ABOUT THIS EXERCISE: From the entries that follow, copy every line with the word "True".

WORKING DATA:
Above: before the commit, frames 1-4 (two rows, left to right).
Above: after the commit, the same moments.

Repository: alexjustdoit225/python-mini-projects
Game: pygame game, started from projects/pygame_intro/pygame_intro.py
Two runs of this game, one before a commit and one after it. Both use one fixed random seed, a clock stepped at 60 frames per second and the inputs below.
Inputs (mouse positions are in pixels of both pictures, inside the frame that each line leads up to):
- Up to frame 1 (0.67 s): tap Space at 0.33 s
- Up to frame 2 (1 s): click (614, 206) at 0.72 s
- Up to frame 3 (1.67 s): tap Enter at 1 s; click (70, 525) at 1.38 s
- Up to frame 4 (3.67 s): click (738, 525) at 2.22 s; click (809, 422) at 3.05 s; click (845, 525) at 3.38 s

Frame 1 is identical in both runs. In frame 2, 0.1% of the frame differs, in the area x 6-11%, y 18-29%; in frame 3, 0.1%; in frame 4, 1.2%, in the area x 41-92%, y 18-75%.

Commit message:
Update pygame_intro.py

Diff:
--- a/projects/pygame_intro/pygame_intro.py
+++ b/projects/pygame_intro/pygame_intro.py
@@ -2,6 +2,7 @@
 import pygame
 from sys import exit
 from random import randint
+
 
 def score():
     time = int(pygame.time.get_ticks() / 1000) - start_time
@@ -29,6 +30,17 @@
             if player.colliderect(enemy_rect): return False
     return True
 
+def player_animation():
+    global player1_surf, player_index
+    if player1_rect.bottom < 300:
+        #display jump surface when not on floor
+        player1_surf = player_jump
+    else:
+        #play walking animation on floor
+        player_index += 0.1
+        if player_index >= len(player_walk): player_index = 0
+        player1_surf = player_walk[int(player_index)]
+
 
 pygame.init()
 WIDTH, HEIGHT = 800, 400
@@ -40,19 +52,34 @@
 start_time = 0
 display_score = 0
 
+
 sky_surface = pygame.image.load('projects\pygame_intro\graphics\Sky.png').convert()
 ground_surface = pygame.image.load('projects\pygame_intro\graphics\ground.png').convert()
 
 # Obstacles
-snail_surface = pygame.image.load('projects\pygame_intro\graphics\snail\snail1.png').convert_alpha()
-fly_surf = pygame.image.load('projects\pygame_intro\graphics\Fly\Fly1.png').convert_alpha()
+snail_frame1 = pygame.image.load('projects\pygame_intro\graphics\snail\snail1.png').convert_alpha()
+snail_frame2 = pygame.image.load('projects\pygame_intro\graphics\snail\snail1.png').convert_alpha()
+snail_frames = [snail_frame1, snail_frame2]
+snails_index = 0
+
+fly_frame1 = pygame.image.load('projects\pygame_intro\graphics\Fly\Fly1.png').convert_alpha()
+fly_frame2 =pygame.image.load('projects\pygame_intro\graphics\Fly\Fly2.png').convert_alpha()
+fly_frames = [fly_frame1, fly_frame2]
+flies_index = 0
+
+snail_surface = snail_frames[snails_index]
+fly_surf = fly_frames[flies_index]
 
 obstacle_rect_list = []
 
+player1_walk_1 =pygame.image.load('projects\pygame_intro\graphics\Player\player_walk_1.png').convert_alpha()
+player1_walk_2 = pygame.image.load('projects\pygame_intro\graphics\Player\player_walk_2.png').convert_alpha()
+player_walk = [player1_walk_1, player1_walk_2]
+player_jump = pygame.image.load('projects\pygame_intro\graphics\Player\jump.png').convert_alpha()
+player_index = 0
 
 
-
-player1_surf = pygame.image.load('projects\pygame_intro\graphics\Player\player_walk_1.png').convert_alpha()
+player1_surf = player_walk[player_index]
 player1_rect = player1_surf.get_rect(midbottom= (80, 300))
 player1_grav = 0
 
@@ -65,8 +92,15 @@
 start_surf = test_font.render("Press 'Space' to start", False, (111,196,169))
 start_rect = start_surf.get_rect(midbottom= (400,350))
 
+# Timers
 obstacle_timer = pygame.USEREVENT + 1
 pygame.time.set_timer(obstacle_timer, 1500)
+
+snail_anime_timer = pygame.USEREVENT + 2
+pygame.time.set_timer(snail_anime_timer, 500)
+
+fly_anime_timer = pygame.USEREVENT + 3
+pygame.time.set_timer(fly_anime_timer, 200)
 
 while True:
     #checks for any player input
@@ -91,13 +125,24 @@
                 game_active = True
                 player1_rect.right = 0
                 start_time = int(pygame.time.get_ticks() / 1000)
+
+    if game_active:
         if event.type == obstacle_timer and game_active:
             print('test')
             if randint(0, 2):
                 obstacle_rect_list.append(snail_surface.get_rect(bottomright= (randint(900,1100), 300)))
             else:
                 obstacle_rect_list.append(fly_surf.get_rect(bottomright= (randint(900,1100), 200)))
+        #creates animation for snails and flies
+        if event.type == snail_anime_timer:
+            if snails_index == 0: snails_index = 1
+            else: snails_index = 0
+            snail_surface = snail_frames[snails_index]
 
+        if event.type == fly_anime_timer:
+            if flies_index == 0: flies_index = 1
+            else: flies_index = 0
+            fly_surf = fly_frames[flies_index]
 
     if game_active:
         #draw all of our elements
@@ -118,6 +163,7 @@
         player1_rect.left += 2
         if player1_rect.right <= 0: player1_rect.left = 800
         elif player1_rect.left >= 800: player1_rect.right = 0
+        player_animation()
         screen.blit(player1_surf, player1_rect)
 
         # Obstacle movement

--

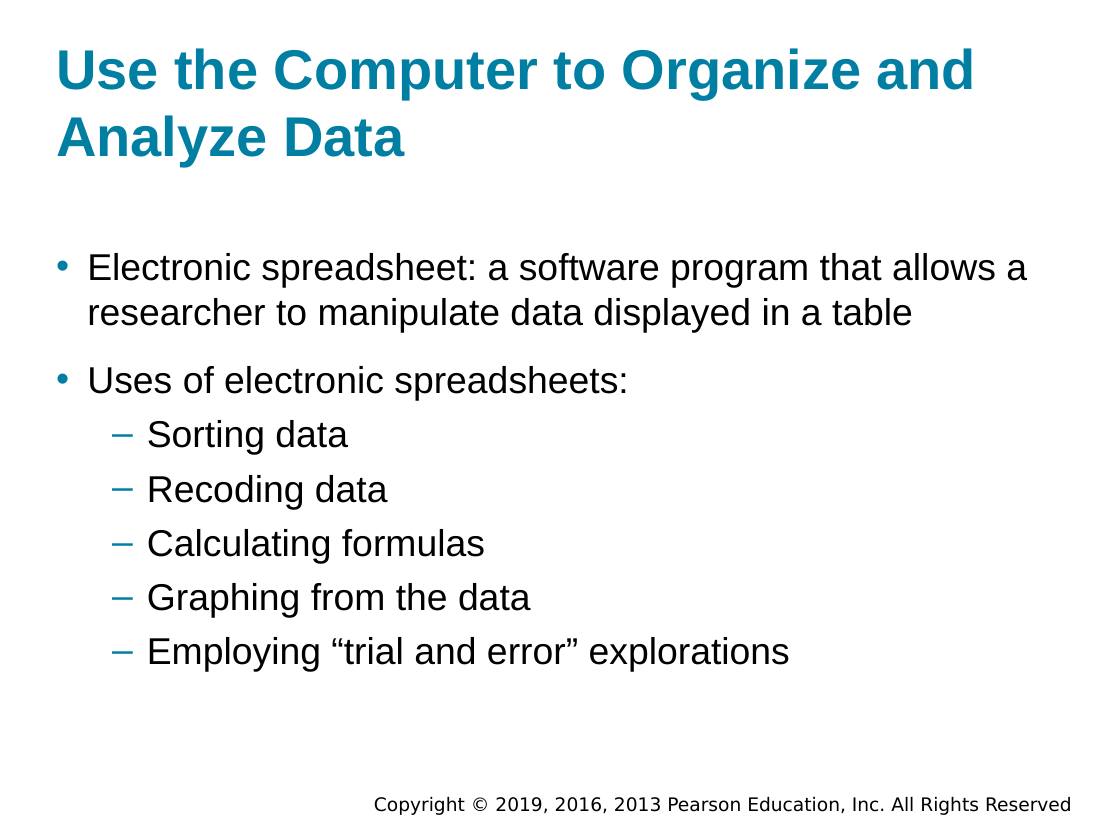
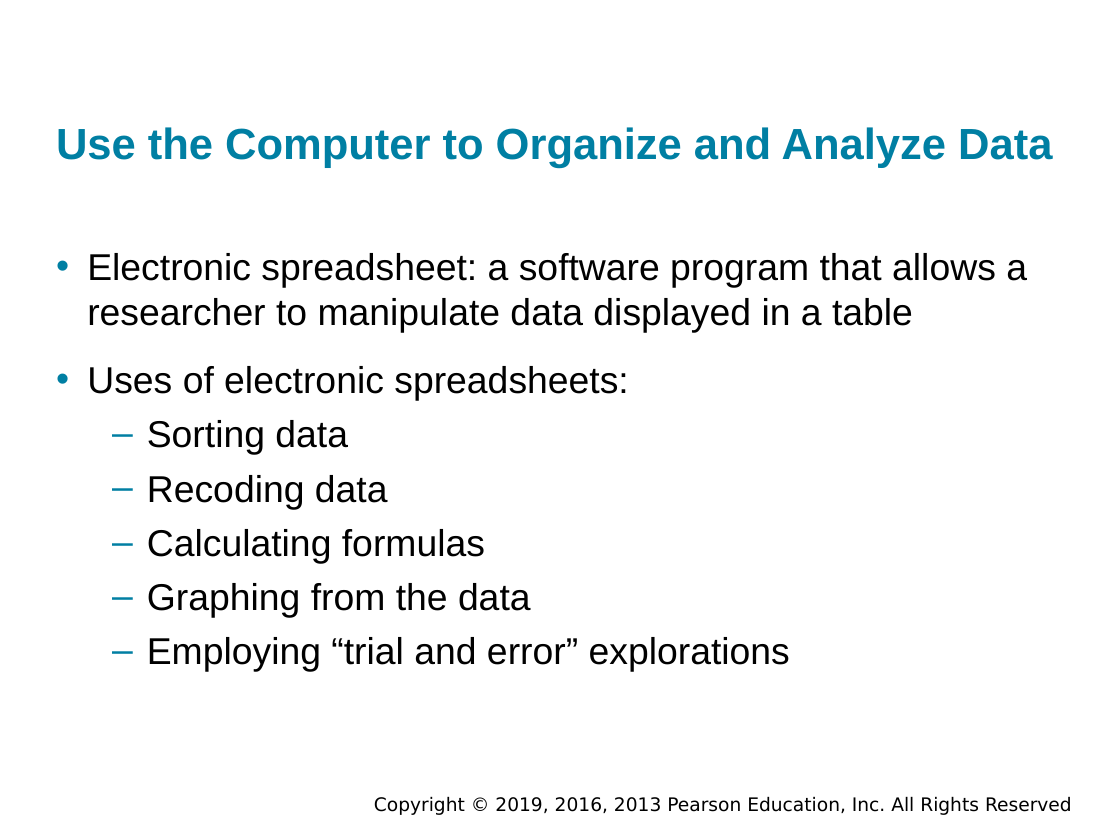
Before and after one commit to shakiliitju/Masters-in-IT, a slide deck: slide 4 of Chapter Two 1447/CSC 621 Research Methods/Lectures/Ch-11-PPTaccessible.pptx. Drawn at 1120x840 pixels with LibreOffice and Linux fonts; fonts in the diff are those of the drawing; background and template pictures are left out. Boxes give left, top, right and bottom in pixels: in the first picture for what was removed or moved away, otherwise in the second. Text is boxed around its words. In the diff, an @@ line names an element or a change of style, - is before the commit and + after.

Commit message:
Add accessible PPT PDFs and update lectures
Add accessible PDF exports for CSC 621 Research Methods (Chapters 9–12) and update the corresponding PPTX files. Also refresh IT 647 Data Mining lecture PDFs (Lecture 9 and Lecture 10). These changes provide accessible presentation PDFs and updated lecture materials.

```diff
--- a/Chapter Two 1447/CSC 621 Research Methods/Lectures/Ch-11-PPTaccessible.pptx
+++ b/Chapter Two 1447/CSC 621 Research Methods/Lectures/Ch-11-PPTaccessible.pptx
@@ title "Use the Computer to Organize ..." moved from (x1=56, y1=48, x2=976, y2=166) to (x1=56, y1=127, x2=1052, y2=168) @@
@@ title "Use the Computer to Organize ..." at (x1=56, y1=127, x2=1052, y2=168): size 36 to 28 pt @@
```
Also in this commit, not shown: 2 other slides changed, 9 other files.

TASK SOLUTION:
     return True
 while True:
                 game_active = True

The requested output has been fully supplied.